Similarly, if \(B\) is a \(p \times p\) invertible matrix, then:
\[ \text{Rank}(XB) = \text{Rank}(X) \]
Proof. From the previous theorem, we know \(\text{Rank}(AX) \le \text{Rank}(X)\). Since \(A\) is invertible, we can write \(X = A^{-1}(AX)\). Applying the theorem again: \[ \text{Rank}(X) = \text{Rank}(A^{-1}(AX)) \le \text{Rank}(AX) \] Thus, \(\text{Rank}(AX) = \text{Rank}(X)\).
2.3.5 Rank of \(X'X\) and \(XX'\)
The matrix \(X'X\) (the Gram matrix) appears in the normal equations for least squares (\(X'X\beta = X'y\)). Its properties are closely tied to \(X\).

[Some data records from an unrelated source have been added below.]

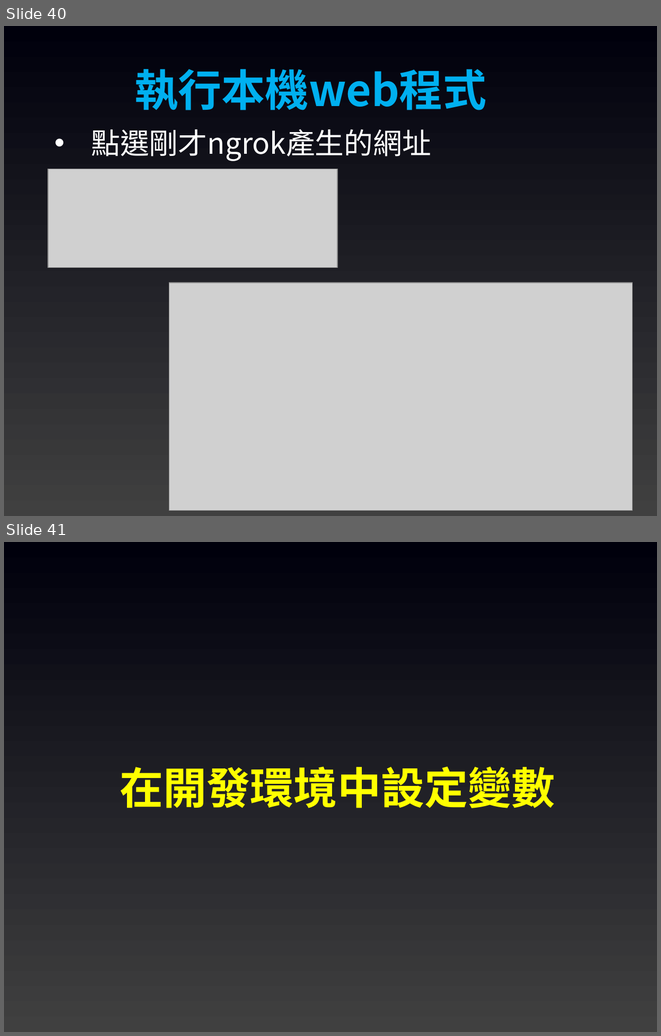
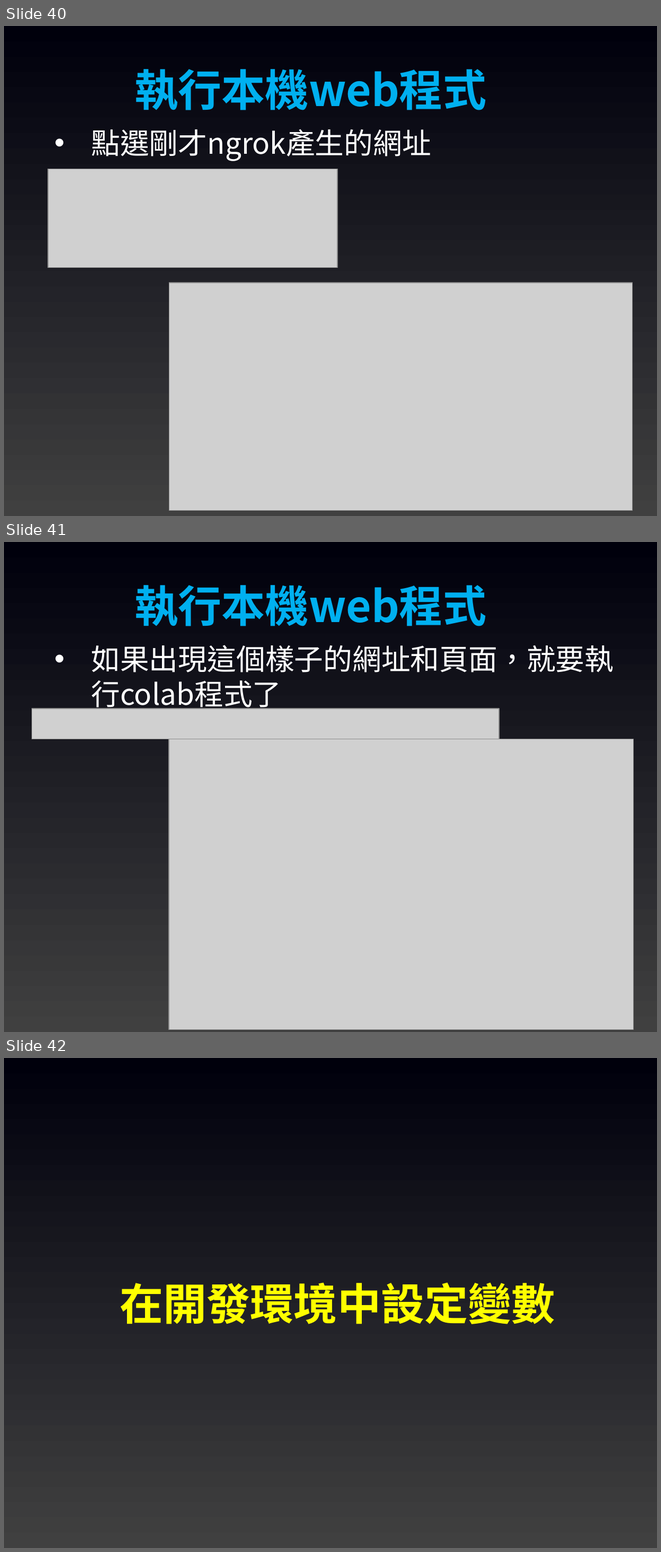
Before and after one commit to joshhu/sculinebot20242nd, a slide deck: Slides/04. Ngrok說明.pptx. Shown one above the other, each under a label of ours: slides 40 and 41 before the commit, slides 40, 41 and 42 after it. The pictures are 661x1036 and 661x1552 pixels, drawn with LibreOffice and Linux fonts; fonts in the diff are those of the drawing; grey boxes stand for pictures. Boxes give left, top, right and bottom in pixels: in the first picture for what was removed or moved away, otherwise in the second. Text is boxed around its words. In the diff, an @@ line names an element or a change of style, - is before the commit and + after.

```diff
--- a/Slides/04. Ngrok說明.pptx
+++ b/Slides/04. Ngrok說明.pptx
@@ slide 41 added at (x1=4, y1=542, x2=657, y2=1032), background gradient #404040 to #00000C @@
@@ text added at (x1=135, y1=585, x2=487, y2=626), 48 pt, text #00B0F0, bold @@
+執行本機web程式
@@ text added at (x1=91, y1=645, x2=614, y2=712), 32 pt, text #FFFFFF @@
+• 如果出現這個樣子的網址和頁面，就要執行colab程式了
@@ picture added at (x1=32, y1=708, x2=500, y2=739) @@
@@ picture added at (x1=168, y1=739, x2=634, y2=1030) @@
@@ what was slide 41 is now slide 42 @@
```
Also in this commit, not shown: 1 other file.

Theorem 2.10 (Rank of Gram Matrix) For any real matrix \(X\), the rank of \(X'X\) and \(XX'\) is the same as the rank of \(X\) itself: \[ \text{Rank}(X'X) = \text{Rank}(X) \] \[ \text{Rank}(XX') = \text{Rank}(X) \]
Proof. We first show that the null space (kernel) of \(X\) is the same as the null space of \(X'X\). If \(v \in \text{Ker}(X)\), then \(Xv = 0 \implies X'Xv = 0 \implies v \in \text{Ker}(X'X)\). Conversely, if \(v \in \text{Ker}(X'X)\), then \(X'Xv = 0\). Multiply by \(v'\): \[ v'X'Xv = 0 \implies (Xv)'(Xv) = 0 \implies ||Xv||^2 = 0 \implies Xv = 0 \] So \(\text{Ker}(X) = \text{Ker}(X'X)\). By the Rank-Nullity Theorem, since they have the same number of columns and same nullity, they must have the same rank.
Column Space of \(XX'\)
Beyond just the rank, the column spaces themselves are related.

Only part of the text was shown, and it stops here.